The patterns of uptake of inhalation anesthetics depend on time course of inhaled concentrations, alveolar ventilation, cardiac output and blood to gas and gas to oil partitioning. In steady-state, for an insoluble anesthetic such as sevoflurane, brain partial pressure is close to inspired partial pressure, with little dependence on body weight or brain weight. The anesthetic concentration was titrated by the anesthesiologist based on clinical considerations that we did not control. Nevertheless, the difference in mean end -tidal sevoflurane concentration between infants 0 to 3 months, and 4 to 6 months was small (Table 1). Previous studies of MAC for sevoflurane in infants showed a very slight age-dependence, with newborns and very young infants tending towards slightly lower MAC values compared to infants around 4 to 6 months of age.

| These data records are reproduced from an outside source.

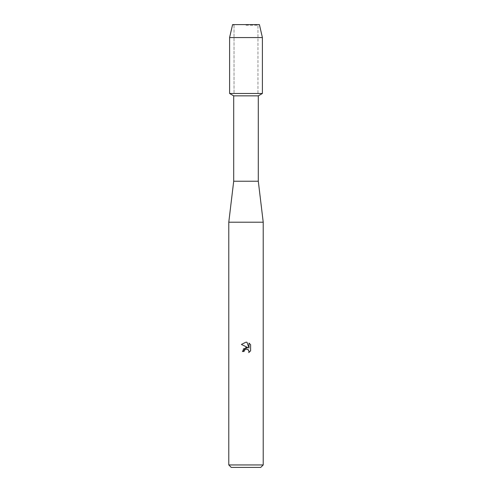 <?xml version="1.0" encoding="UTF-8"?>
<svg xmlns="http://www.w3.org/2000/svg" width="492" height="492" viewBox="0 0 492 492"><rect width="100%" height="100%" fill="white"/><g stroke="black" fill="none" stroke-linecap="round" stroke-linejoin="round"><path stroke-width="0.37" stroke-dasharray="2.46 1.84" d="M246 25.24L257.962 25.24L246 25.24M259.407 24.6L232.593 24.6L259.407 24.6L257.962 25.24L257.962 93.48L229.598 93.48L257.962 93.48L257.962 25.24L259.407 24.6M258.3 95.848L233.7 95.848M262.402 93.48L246 93.48L262.402 93.48M258.3 181.222L233.7 181.222M263.22 222.218L228.78 222.218M263.22 464.94L228.78 464.94M260.76 467.4L231.24 467.4M250.606 350.827L250.606 344.714M243.374 348.877L242.433 351.509L244.063 351.509M241.394 344.431L247.974 347.672M249.007 343.096L249.007 348.053L246.996 342.266M262.402 37.558L229.598 37.558M234.038 25.24L234.038 93.48L234.038 25.24L232.593 24.6L234.038 25.24"/><path stroke-width="0.74" d="M259.407 24.6L232.593 24.6L259.407 24.6L262.402 37.558L262.402 93.48L246 93.48L262.402 93.48L258.3 95.848L258.3 181.222L263.22 222.218L263.22 464.94L228.78 464.94L231.24 467.4L260.76 467.4L263.22 464.94M258.3 181.222L233.7 181.222L233.7 95.848L258.3 95.848M233.7 181.222L228.78 222.218L263.22 222.218M246 349.074L244.327 350.384L244.063 351.509L242.433 351.509L246 347.432L247.974 347.672L241.394 344.431L246 342.161L246.996 342.272L249.007 348.053L249.007 343.096L250.606 344.714L250.606 350.827L248.755 352.598L249.013 351.491L248.288 349.744L246 349.074L248.165 349.627M244.063 351.509L244.229 350.599M248.571 350.076L249.013 351.491L248.755 352.598L250.606 350.827M247.974 347.672L243.374 348.877M244.327 350.384L245.963 349.086M250.606 344.714L249.007 343.102M246.996 342.272L246.148 342.168M246 342.161L241.394 344.431M232.593 24.6L229.598 37.558L229.598 93.48L246 93.48L229.598 93.48L233.7 95.848M229.598 37.558L262.402 37.558M228.78 222.218L228.78 464.94"/></g></svg>
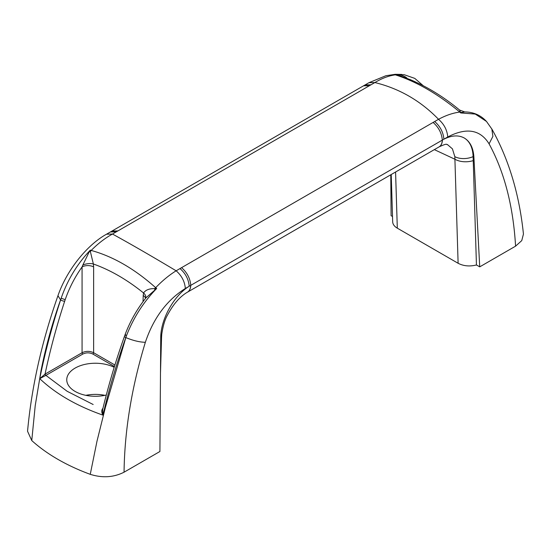 <?xml version="1.0" encoding="UTF-8"?>
<svg xmlns="http://www.w3.org/2000/svg" width="551" height="551" viewBox="0 0 551 551"><rect width="100%" height="100%" fill="white"/><g stroke="black" fill="none" stroke-linecap="round" stroke-linejoin="round"><path stroke-width="0.83" d="M479.728 266.856L476.443 264.962L473.109 156.636L473.894 157.083L479.728 266.856L515.578 246.159C513.215 206.095 504.385 171.995 489.081 143.845L492.904 136.345L491.829 129.01L486.505 121.468L475.279 114.071L460.719 112.948L459.83 112.08C437.955 93.994 416.46 81.582 395.336 74.846L404.193 74.702L414.779 78.387L423.285 85.749M461.814 112.445L460.719 112.948L459.596 110.048L464.693 111.915L461.814 112.445L459.83 112.08C453.039 112.914 445.938 115.317 438.534 119.298C420.599 100.805 399.379 88.553 374.88 82.554C381.864 78.325 388.682 75.756 395.336 74.846L394.337 74.626L396.252 74.592C400.508 74.619 404.048 75.749 406.872 77.973A8.175 3.609 -11.1 0 0 406.604 78.18M368.936 82.698L106.543 234.196L112.48 234.044C105.076 238.128 97.975 243.597 91.184 250.443C113.058 256.449 134.554 268.86 155.678 287.684L154.631 288.641L156.67 288.49C143.46 302.051 133.37 317.865 126.399 335.931L125.807 337.563C116.516 363.653 108.898 389.516 102.947 415.144C76.789 405.956 55.72 393.793 39.748 378.654C45.003 352.626 51.959 326.378 60.603 299.916L61.154 298.263C67.498 279.949 77.209 263.915 90.295 250.161L91.184 250.45L90.35 251.525L93.381 264.005L93.629 266.925A8.175 4.553 180 0 0 82.071 266.925C74.826 277.146 69.206 288.049 65.211 299.634L64.674 301.232C56.677 325.696 50.134 349.988 45.044 374.108L39.748 378.654L45.905 375.376L67.167 391.3L93.153 404.503M110.4 231.971L116.337 231.819L112.48 234.044C130.387 243.859 151.601 256.112 176.134 270.796C169.15 275.114 162.331 280.748 155.678 287.684L156.67 288.49L145.877 297.919C136.972 309.207 130.022 321.474 125.043 334.739L124.457 336.351A2.727 0.744 19.6 0 0 125.807 337.563L126.399 335.931C124.891 335.098 124.65 334.636 125.676 334.54M64.674 301.232A2.727 0.696 18.1 0 1 60.603 299.916L61.154 298.263L65.211 299.634M489.081 143.845C480.224 129.547 466.442 127.26 447.743 136.979C447.157 130.057 444.092 124.161 438.534 119.298L434.677 121.53C440.235 126.386 443.3 132.281 443.886 139.21L189.2 286.251C173.703 295.804 160.596 319.58 160.74 337.88L159.907 451.503L124.058 472.2C113.63 477.442 102.362 478.151 90.254 474.328A190.729 110.117 180 0 1 31.758 440.552L27.55 431.254C31.621 386.967 41.759 341.785 57.958 295.708L60.576 299.896C52.448 322.631 45.96 346.083 41.105 370.251L35.23 405.577L31.758 440.552M473.894 157.083C473.288 147.909 470.106 141.566 464.341 138.046C458.563 134.885 451.744 135.27 443.886 139.21L447.743 136.979M185.343 288.476C184.757 281.547 181.692 275.658 176.134 270.796L179.991 268.571C185.549 273.427 188.614 279.323 189.2 286.251L185.343 288.476C166.76 300.226 153.433 318.161 145.354 342.295C131.689 387.167 124.588 430.469 124.058 472.2M392.512 216.502L391.107 215.689L390.783 174.777M491.85 128.996C508.8 159.26 519.331 194.283 523.443 234.065L521.756 240.608L515.578 246.159M391.224 174.522L392.677 221.881C392.822 224.319 394.358 226.42 397.305 228.169L458.115 263.282C463.598 266.105 469.707 266.67 476.443 264.962M90.254 474.328L96.983 441.241L105.399 407.375L125.855 337.584C133.108 340.601 139.61 342.171 145.354 342.295M434.34 149.631L454.912 159.232L454.83 156.663L452.433 148.86L447.391 144.514C445.959 145.14 448.81 142.378 439.126 146.869A15.8 9.126 -120 0 0 442.398 140.016M464.217 137.977A43.598 25.167 -60 0 1 473.109 156.636A15.8 9.987 -8.7 0 1 454.83 156.663M458.115 263.282L454.912 159.232A15.8 9.436 -1.8 0 0 473.233 160.61M187.45 292.175A15.8 9.126 -120 0 0 187.498 292.147L187.402 292.202C179.833 296.658 173.179 304.317 167.435 315.172C164.928 319.449 163.027 325.848 161.732 334.361L161.539 337.749A15.8 8.802 -178.3 0 1 160.727 340.38M401.796 74.419L395.177 74.316L385.872 75.735L368.901 82.726L374.88 82.554L116.337 231.819M365.086 84.93L371.023 84.778M106.302 395.026A28.611 16.516 180 0 1 66.754 379.756A28.611 16.516 180 0 1 83.532 364.721A28.611 16.516 180 0 1 114.195 367.324M85.825 395.336A28.611 16.516 180 0 1 104.897 395.336M145.905 297.898L145.712 298.112A8.175 5.586 13.7 0 0 143.549 292.967C126.992 279.639 110.269 269.983 93.381 264.005A8.175 3.444 170.6 0 0 82.829 265.059L89.2 251.869L90.295 250.161L90.35 251.525L89.2 251.869M415.571 81.961L409.875 79.434M93.629 266.925L93.629 352.73C89.779 350.918 85.922 350.918 82.071 352.73L82.071 266.925L82.829 265.059M102.603 409.71L102.947 415.144C101.412 412.403 101.384 410.137 102.879 408.36A1.088 0.62 59.1 0 0 102.934 408.387M145.547 298.346A8.175 4.718 1.7 0 0 143.219 295.55L143.549 292.967C145.65 289.943 149.342 288.504 154.631 288.641L154.762 289.716M459.596 110.048C440.049 93.856 419.766 82.326 398.752 75.446L396.252 74.592M45.134 374.053L82.071 352.73A1.088 0.627 -120 0 0 82.843 354.045L45.905 375.376A1.088 0.627 -120 0 1 45.134 374.053L45.044 374.108A1.088 0.62 -120.9 0 0 45.829 375.417M179.991 268.571L434.677 121.53M395.577 172.015L397.305 228.169M439.085 146.89A15.8 9.126 -120 0 0 439.126 146.869L439.037 146.917A15.8 9.126 -120 0 0 442.301 140.064C441.709 133.156 438.644 127.281 433.1 122.439M439.037 146.917L187.498 292.147A15.8 9.126 -120 0 0 190.763 285.308M187.402 292.202A15.8 9.126 -120 0 0 190.674 285.349M161.732 334.361A15.8 7.521 -175.2 0 1 160.768 336.606M190.77 285.294C190.171 278.379 187.106 272.504 181.561 267.662M363.508 85.839L369.445 85.687M111.97 231.062L117.907 230.91M114.443 366.511L92.857 354.045A1.088 0.627 -60 0 0 93.629 352.73L114.904 365.01M143.033 301.652L143.219 295.55M82.843 354.045C86.183 352.468 89.524 352.468 92.857 354.045M161.539 337.749L160.479 373.33M106.543 234.196C87.368 244.706 66.857 269.811 57.958 295.708M464.686 111.915C473.55 112.039 480.816 115.221 486.492 121.461L486.492 121.461M102.617 409.71C108.409 385.452 115.689 360.995 124.457 336.351"/></g></svg>
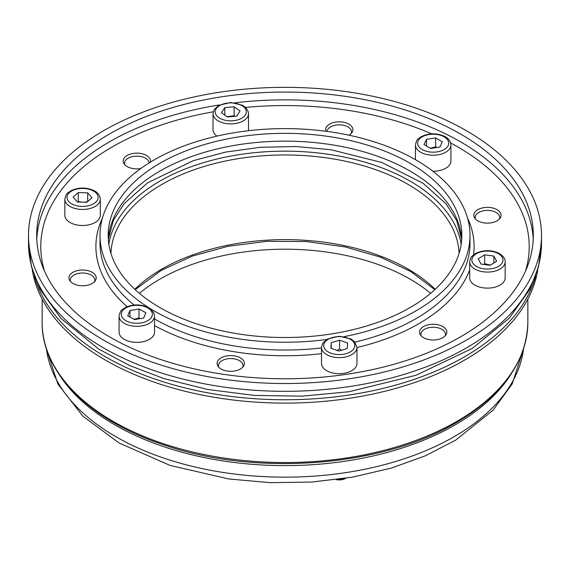 <?xml version="1.0" encoding="UTF-8"?>
<svg xmlns="http://www.w3.org/2000/svg" width="570" height="570" viewBox="0 0 570 570"><rect width="100%" height="100%" fill="white"/><g stroke="black" fill="none" stroke-linecap="round" stroke-linejoin="round"><path stroke-width="0.85" d="M34.3 275.98A253.771 146.511 0 0 0 285 399.762A253.771 146.511 0 0 0 535.7 275.98M32.212 269.503A253.771 146.511 0 0 0 285 403.104A253.771 146.511 0 0 0 537.788 269.503M445.177 335.88A12.276 7.089 0 0 0 445.462 334.348A12.276 7.089 0 0 0 433.186 327.258A12.276 7.089 0 0 0 420.909 334.348A12.276 7.089 0 0 0 421.194 335.88M242.749 367.194A12.276 7.089 0 0 0 243.041 365.662A12.276 7.089 0 0 0 230.757 358.573A12.276 7.089 0 0 0 218.481 365.662A12.276 7.089 0 0 0 218.773 367.194M94.563 281.644A12.276 7.089 0 0 0 94.855 280.112A12.276 7.089 0 0 0 87.274 273.557A12.276 7.089 0 0 0 73.893 275.096A12.276 7.089 0 0 0 70.295 280.112A12.276 7.089 0 0 0 70.587 281.644M149.084 162.963A12.276 7.089 0 0 0 139.992 156.394A12.276 7.089 0 0 0 124.538 163.241A12.276 7.089 0 0 0 124.823 164.773M351.227 133.458A12.276 7.089 0 0 0 351.519 131.927A12.276 7.089 0 0 0 351.099 130.088A12.276 7.089 0 0 0 338.088 124.866A12.276 7.089 0 0 0 326.995 131.399M499.413 219.015A12.276 7.089 0 0 0 499.705 217.484A12.276 7.089 0 0 0 487.428 210.394A12.276 7.089 0 0 0 475.145 217.484A12.276 7.089 0 0 0 475.437 219.015M218.616 378.473A256.5 148.086 180 0 1 28.5 235.424A256.5 148.086 180 0 1 285 87.338A256.5 148.086 180 0 1 541.5 235.424A256.5 148.086 180 0 1 532.758 273.757A256.5 148.086 180 0 1 218.616 378.473M45.144 198.324A248.313 143.362 180 0 1 317.412 93.288A248.313 143.362 180 0 1 533.313 235.424A248.313 143.362 180 0 1 524.856 272.531A248.313 143.362 180 0 1 252.588 377.561A248.313 143.362 180 0 1 36.687 235.424A248.313 143.362 180 0 1 45.144 198.324M217.583 365.477A13.644 7.88 180 0 1 217.12 363.439A13.644 7.88 180 0 1 230.757 355.559A13.644 7.88 180 0 1 244.402 363.439A13.644 7.88 180 0 1 232.539 371.248A13.644 7.88 180 0 1 217.583 365.477M72.924 272.31A13.644 7.88 180 0 1 87.794 270.608A13.644 7.88 180 0 1 96.216 277.882A13.644 7.88 180 0 1 82.572 285.762A13.644 7.88 180 0 1 68.934 277.882A13.644 7.88 180 0 1 72.924 272.31M140.733 168.556A13.644 7.88 180 0 1 123.17 161.011A13.644 7.88 180 0 1 140.348 153.401A13.644 7.88 180 0 1 150.459 161.011A13.644 7.88 180 0 1 150.302 162.208M325.862 131.25A13.644 7.88 180 0 1 325.598 129.696A13.644 7.88 180 0 1 337.461 121.887A13.644 7.88 180 0 1 352.417 127.659A13.644 7.88 180 0 1 352.88 129.696A13.644 7.88 180 0 1 348.99 135.204M497.076 220.825A13.644 7.88 180 0 1 482.206 222.528A13.644 7.88 180 0 1 473.784 215.253A13.644 7.88 180 0 1 487.428 207.373A13.644 7.88 180 0 1 501.066 215.253A13.644 7.88 180 0 1 497.076 220.825M429.652 339.727A13.644 7.88 180 0 1 419.541 332.125A13.644 7.88 180 0 1 433.186 324.245A13.644 7.88 180 0 1 446.83 332.125A13.644 7.88 180 0 1 429.652 339.727M344.095 336.642A185.008 106.811 0 0 0 470.008 235.424A185.008 106.811 0 0 0 332.88 132.254A185.008 106.811 0 0 0 99.992 235.424A185.008 106.811 0 0 0 237.12 338.601A185.008 106.811 0 0 0 326.56 339.513M239.236 334.034A176.821 102.087 0 0 0 461.821 235.424A176.821 102.087 0 0 0 330.764 136.821A176.821 102.087 0 0 0 108.179 235.424A176.821 102.087 0 0 0 239.236 334.034M511.233 373.842A240.469 138.838 180 0 1 455.038 424.949A240.469 138.838 180 0 1 58.767 373.842M139.401 293.358A176.821 102.087 180 0 1 159.971 279.101A176.821 102.087 180 0 1 430.599 293.358M248.499 113.658L248.221 111.656L246.14 108.008L242.578 105.265L230.665 102.493L218.809 105.336L214.227 109.533L213.023 113.658A17.734 10.239 0 0 0 233.565 123.768A17.734 10.239 0 0 0 248.499 113.658L248.499 129.696A17.734 10.239 180 0 1 248.406 130.722M216.928 136.109A17.734 10.239 180 0 1 213.023 129.696L213.023 113.658M224.801 107.637L234.135 106.775L240.091 111.015L236.721 116.109L227.387 116.971L221.424 112.739L224.801 107.637L224.801 115.133M234.712 116.294L234.135 115.689L227.109 116.772M234.135 115.689L234.135 106.775M505.163 261.844L505.163 277.882A17.734 10.239 180 0 1 500.417 284.858A17.734 10.239 180 0 1 480.938 287.415A17.734 10.239 180 0 1 469.687 277.882L469.687 261.844A17.734 10.239 0 0 0 480.938 271.37A17.734 10.239 0 0 0 500.417 268.812A17.734 10.239 0 0 0 505.163 261.844C505.462 258.972 503.424 256.137 499.049 253.344C491.24 249.745 483.389 249.81 475.473 253.522L471.867 256.386C471.069 256.707 470.343 258.524 469.687 261.844M478.209 258.837L484.65 254.84L493.862 256.058L496.641 261.281L490.2 265.278L480.987 264.053L478.209 258.837M490.514 265.079L484.65 263.753L483.916 264.444M484.65 263.753L484.65 254.84M493.862 256.058L493.862 263.005M154.548 316.079L154.548 332.125A17.734 10.239 180 0 1 141.873 341.936A17.734 10.239 180 0 1 119.08 332.125L119.08 316.079A17.734 10.239 0 0 0 141.873 325.897A17.734 10.239 0 0 0 154.548 316.079L153.665 312.517L148.627 307.686C140.676 303.988 132.753 304.017 124.866 307.757C122.308 310.151 120.648 308.74 119.08 316.079M129.953 310.543L139.009 308.99L145.877 312.738L143.676 318.046L134.62 319.606L127.751 315.851L129.953 310.543L129.953 317.055M139.956 318.687L139.009 317.903L134.121 319.335M139.009 317.903L139.009 308.99M450.92 144.972C450.678 141.367 448.704 138.567 444.999 136.579C437.048 132.881 429.125 132.903 421.237 136.65C418.679 139.037 417.019 137.634 415.452 144.972A17.734 10.239 0 0 0 420.646 152.211A17.734 10.239 0 0 0 445.726 152.211A17.734 10.239 0 0 0 450.92 144.972L450.92 161.011A17.734 10.239 180 0 1 432.894 171.249M435.63 137.919L442.313 141.773L439.869 147.046L430.742 148.464L424.051 144.602L426.503 139.329L435.63 137.919L435.63 146.832L430.336 148.228M426.503 146.013L426.503 139.329M436.478 147.573L435.63 146.832M100.313 215.253A17.734 10.239 180 0 1 86.74 225.207A17.734 10.239 180 0 1 66.79 219.927A17.734 10.239 180 0 1 64.838 215.253L64.838 199.208A17.734 10.239 0 0 0 66.79 203.882A17.734 10.239 0 0 0 90.666 208.321A17.734 10.239 0 0 0 100.313 199.208L100.313 215.253M87.702 192.845L92.012 197.697L86.889 202.286L77.449 202.015L73.131 197.156L78.261 192.575L87.702 192.845L87.702 201.559M81.731 202.136L78.261 201.481L77.848 202.022M78.261 201.481L78.261 192.575M87.417 201.816L84.232 202.208M345.384 478.337A10.915 6.298 180 0 1 344.33 478.7A10.915 6.298 180 0 1 338.103 479.399M356.977 347.394L356.977 363.439A17.734 10.239 180 0 1 347.515 372.495A17.734 10.239 180 0 1 321.501 363.439L321.501 347.394A17.734 10.239 0 0 0 347.515 356.45A17.734 10.239 0 0 0 356.977 347.394L354.611 341.736L351.056 339L339.143 336.229L327.287 339.072L322.706 343.275L321.501 347.394M336.286 479.634A8.821 5.094 0 0 0 345.477 478.437L345.755 478.28M331.241 342.705L339.599 340.162L347.6 343.069L347.237 348.519L338.879 351.063L330.878 348.156L331.241 342.705L331.241 348.291M341.601 350.237L339.599 349.068L336.984 350.379M339.599 349.068L339.599 340.162M435.188 289.311A174.092 100.512 0 0 0 161.901 269.068A174.092 100.512 0 0 0 134.812 289.311M110.943 253.415A174.092 100.512 180 0 1 285 154.969A174.092 100.512 180 0 1 459.057 253.415M461.144 244.338A176.821 102.087 0 0 0 285 151.164A176.821 102.087 0 0 0 108.856 244.338M42.144 322.321C41.482 372.331 89.547 420.311 162.899 444.579C254.526 476.677 381.423 467.279 456.157 422.712C502.818 395.088 526.716 361.622 527.856 322.321A242.856 140.213 180 0 1 456.727 421.465A242.856 140.213 180 0 1 192.061 451.86A242.856 140.213 180 0 1 42.144 322.321L42.144 299.1M541.5 243.226A256.5 148.086 180 0 1 218.616 386.268A256.5 148.086 180 0 1 28.5 243.226L31.45 266.653L40.135 289.311L60.905 318.359L98.867 349.168L129.426 365.448L163.904 378.573L207.786 389.488L254.32 395.416L301.915 396.171L348.926 391.732L415.908 375.302L472.501 348.298L509.366 318.06L529.915 289.218L538.565 266.603L541.5 243.226L541.5 235.424M44.524 271.156A244.224 140.997 180 0 1 213.266 111.791M245.563 107.416A244.224 140.997 180 0 1 431.711 133.843M450.642 142.956A244.224 140.997 180 0 1 525.476 271.156M219.578 104.93A248.313 143.362 0 0 0 45.144 206.119A248.313 143.362 0 0 0 36.779 239.329M533.221 239.329A248.313 143.362 0 0 0 234.968 102.8M102.443 218.089A189.097 109.176 0 0 0 102.343 218.31A189.097 109.176 0 0 0 127.139 306.674M154.548 325.605A189.097 109.176 0 0 0 321.501 353.692M356.977 347.529A189.097 109.176 0 0 0 469.687 270.016M473.563 254.79A189.097 109.176 0 0 0 467.557 218.089M321.501 347.935A185.008 106.811 180 0 1 237.12 346.396A185.008 106.811 180 0 1 154.548 318.965M134.121 305.043A185.008 106.811 180 0 1 99.992 243.226L99.992 235.424M470.008 235.424L470.008 243.226A185.008 106.811 180 0 1 354.939 342.114M461.693 239.329A176.821 102.087 0 0 0 330.764 144.616A176.821 102.087 0 0 0 108.307 239.329M454.105 436.713A239.151 138.075 180 0 1 115.895 436.713A239.151 138.075 180 0 1 46.455 348.904L57.855 384.002L82.864 416.2L119.237 443.068L170.031 465.405L228.684 478.943L269.916 482.662L311.612 482.063L352.495 477.161L391.326 468.098L425.334 455.815L455.537 440.232L493.064 410.208L512.173 383.945L523.552 348.897A239.151 138.075 180 0 1 454.105 436.713M246.119 110.452A15.554 8.977 180 0 1 233.215 120.74A15.554 8.977 180 0 1 215.403 113.295A15.554 8.977 180 0 1 228.299 103.006A15.554 8.977 180 0 1 246.119 110.452M498.016 253.479A15.554 8.977 180 0 1 498.814 266.176A15.554 8.977 180 0 1 476.834 266.632A15.554 8.977 180 0 1 476.036 253.942A15.554 8.977 180 0 1 498.016 253.479M151.72 311.74A15.554 8.977 180 0 1 141.246 322.905A15.554 8.977 180 0 1 121.909 316.856A15.554 8.977 180 0 1 132.383 305.691A15.554 8.977 180 0 1 151.72 311.74M444.187 149.54A15.554 8.977 180 0 1 422.185 149.54A15.554 8.977 180 0 1 422.185 136.843A15.554 8.977 180 0 1 444.187 136.843A15.554 8.977 180 0 1 444.187 149.54M89.675 205.421A15.554 8.977 180 0 1 68.735 201.523A15.554 8.977 180 0 1 75.475 189.44A15.554 8.977 180 0 1 96.415 193.33A15.554 8.977 180 0 1 89.675 205.421M352.994 341.423A15.554 8.977 180 0 1 346.496 353.557A15.554 8.977 180 0 1 325.484 349.802A15.554 8.977 180 0 1 331.982 337.668A15.554 8.977 180 0 1 352.994 341.423M434.81 289.66L410.906 271.634L380.432 257.113L344.985 246.895L306.432 241.545L266.753 241.338L228.029 246.283L192.268 256.122L161.331 270.322L135.19 289.66M527.856 322.321L527.856 299.1M445.462 335.552L445.462 334.348M420.909 335.552L420.909 334.348M243.041 366.866L243.041 365.662M218.481 366.866L218.481 365.662M94.855 281.316L94.855 280.112M70.295 281.316L70.295 280.112M124.538 164.445L124.538 163.241M351.519 133.131L351.519 131.927M499.705 218.688L499.705 217.484M475.145 218.688L475.145 217.484M28.5 235.424L28.5 243.226M461.686 239.471L456.705 220.54L446.046 203.839L423.154 183.34L382.064 162.564L331.227 149.775L295.951 146.518L260.233 147.309L225.52 152.105L193.237 160.69L147.573 182.842L124.075 203.697L113.316 220.497L108.314 239.471M415.452 144.972L415.452 159.686M64.838 199.208C66.405 191.869 68.065 193.28 70.623 190.893C78.51 187.145 86.433 187.117 94.392 190.815C98.097 192.803 100.071 195.603 100.313 199.208"/></g></svg>

We have provided statistical information on the demographics and duration of anesthesia in Table 1 of the revised article. We show there were no differences in the duration of anesthetic exposure between the age groups (p=0.18, Mann-Whitney U test).

9) Abstract: I don't think you can make such a strong conclusion at this stage and based upon your conclusion. You might live to regret stating such a limiting statement regarding the current likelihood that EEG indices could be used. Arguably they might provide excellent measures once you know (and can factor in) the neurophysiological state of brain from which they derive. Please alter the final sentence.

The last sentence of the Abstract now reads: “We demonstrate the need to apply age-adjusted analytic approaches in order to develop neurophysiologic-based strategies for pediatric anesthetic state monitoring.”